# New HO Routed track in progress



## neophytte (Sep 14, 2006)

Hi everyone,

I'm building a HO routed track and keeping information on my build here:

http://routedtrack.hobby-site.com/

Love to hear some comments and any tips you may have!

If you're local to Perth, Australia, we also have a forum here:

http://neophytte.mine.nu/forum/

If you're not from Perth, you're still welcome to view or join and comment on some of our projects!

Cheers

Richard


----------



## Slott V (Feb 3, 2005)

Cool website! Looks like some fun work- hope it comes out great.

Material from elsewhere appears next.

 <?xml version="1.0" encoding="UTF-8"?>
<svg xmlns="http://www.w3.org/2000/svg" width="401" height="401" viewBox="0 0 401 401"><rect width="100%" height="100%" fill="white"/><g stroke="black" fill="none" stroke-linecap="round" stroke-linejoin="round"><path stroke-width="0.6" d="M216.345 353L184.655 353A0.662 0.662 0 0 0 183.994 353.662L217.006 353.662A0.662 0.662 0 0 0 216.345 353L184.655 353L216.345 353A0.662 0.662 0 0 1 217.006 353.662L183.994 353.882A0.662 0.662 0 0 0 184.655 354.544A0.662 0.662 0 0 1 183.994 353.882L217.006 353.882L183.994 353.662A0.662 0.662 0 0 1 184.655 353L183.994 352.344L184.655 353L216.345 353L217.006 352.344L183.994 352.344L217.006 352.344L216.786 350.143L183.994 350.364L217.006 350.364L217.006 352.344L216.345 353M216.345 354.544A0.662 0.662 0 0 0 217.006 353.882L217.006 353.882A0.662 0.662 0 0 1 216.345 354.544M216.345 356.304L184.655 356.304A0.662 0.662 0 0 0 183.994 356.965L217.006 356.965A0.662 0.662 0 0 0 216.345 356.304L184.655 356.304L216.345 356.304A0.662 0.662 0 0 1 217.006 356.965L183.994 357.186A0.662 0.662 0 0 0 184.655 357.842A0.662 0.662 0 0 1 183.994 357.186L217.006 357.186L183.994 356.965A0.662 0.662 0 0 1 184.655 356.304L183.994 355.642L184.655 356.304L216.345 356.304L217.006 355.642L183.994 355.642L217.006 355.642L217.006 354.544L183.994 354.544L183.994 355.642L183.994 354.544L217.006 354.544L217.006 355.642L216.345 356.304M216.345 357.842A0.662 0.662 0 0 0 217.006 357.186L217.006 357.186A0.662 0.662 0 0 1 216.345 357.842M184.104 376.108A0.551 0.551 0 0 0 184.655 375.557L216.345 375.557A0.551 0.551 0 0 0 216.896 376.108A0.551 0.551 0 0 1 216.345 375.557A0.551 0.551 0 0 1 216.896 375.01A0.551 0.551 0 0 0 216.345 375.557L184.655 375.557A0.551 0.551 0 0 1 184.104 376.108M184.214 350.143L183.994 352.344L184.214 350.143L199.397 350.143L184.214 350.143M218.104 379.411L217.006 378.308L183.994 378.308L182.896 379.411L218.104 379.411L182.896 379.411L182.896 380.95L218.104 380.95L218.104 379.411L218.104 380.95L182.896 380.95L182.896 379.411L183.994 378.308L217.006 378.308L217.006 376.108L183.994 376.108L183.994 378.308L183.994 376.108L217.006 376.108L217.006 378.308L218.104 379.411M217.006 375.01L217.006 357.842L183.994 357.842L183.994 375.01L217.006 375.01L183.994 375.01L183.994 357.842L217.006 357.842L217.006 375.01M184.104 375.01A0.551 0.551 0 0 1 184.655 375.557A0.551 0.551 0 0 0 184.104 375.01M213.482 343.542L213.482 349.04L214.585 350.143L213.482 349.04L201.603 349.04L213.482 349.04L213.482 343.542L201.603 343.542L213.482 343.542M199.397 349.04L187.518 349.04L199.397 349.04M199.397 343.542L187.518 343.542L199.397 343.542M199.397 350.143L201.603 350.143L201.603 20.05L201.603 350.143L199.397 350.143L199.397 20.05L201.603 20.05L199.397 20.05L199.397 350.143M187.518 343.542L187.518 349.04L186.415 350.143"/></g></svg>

My only suggestion is to stay away from the stereo plugs for controller connections; they cause shorts when you plug them in. If you decide to run an electronic controller those connectors can damage them. Also, alligator clips on posts are more universal from track to track and are good because if someone trips over controller wires the clips just pull off. Those plug-in connectors won't do that and you'll end up tearing out the wires while taking a fall. Trust me on that one.   

Scott


----------



## BRS Hobbies (Feb 16, 2006)

Nice website! Do you have any specs on the reed switches that you are using? I plan on using them for a track that I plan on building but am not 100% sure which ones to get.

Best regards,
Brian


----------



## neophytte (Sep 14, 2006)

Hiya,

@Scott:

Thanks for explaining the 3 alligator clip ideology. I'd always wondered why such a system was used!! 

@Brian:

I got mine from Dck Smith, but if you're not in Australia it's a long way to come to get them 

The specs are here:

http://www.dse.com.au/cgi-bin/dse.storefront/45545bf80b156c78273fc0a87f9c071a/Product/View/P7856

Hope that helps.

Richard


----------



## zanza (Sep 23, 2005)

Hi Neophytte, love your menu thing on your website, cool idea :thumbsup:


----------



## neophytte (Sep 14, 2006)

Thanks guys, so what's the best way (or any way!!) to get paint out of the slots once I've painted it?? Sandpaper seems a slow and dreary process and makes little headway. In about 1/2 hr yesterday, I probably got 30cm (1ft) cleaned out ...

Help! Thanks!!


----------



## neophytte (Sep 14, 2006)

See the pics in our local forum:

http://neophytte.mine.nu/forum/forum.pl?fid=05&topic_id=1162044390


----------



## jimbo-slots (Feb 28, 2006)

Hi neophytte,
Great Track and a cool website. I looked through but could not see what you are using for Rails? Could you please let me know, I am contimplating routing an HO track and still do not know what to do for rails.
Thanks,
Jim


----------



## neophytte (Sep 14, 2006)

Hi there,

I'll be using 1/16 inch (or 1.57mm for us Aussies) round wire for the first test track. This is cheap over here as farmers use it for their fences (200m for $au20 or so). However another local guy used this and found it had too much magnetic pull for the cars and thus wore his pickups down fairly quickly. I think it depends upon your requirements - if you wish to run Wizzards at top speed you're better off getting smaller wire (check Brad Bowmans site, as he goes into detail on this), but if you'r testing out T-Jets and Turbos, the 1/16" round wire will b fine.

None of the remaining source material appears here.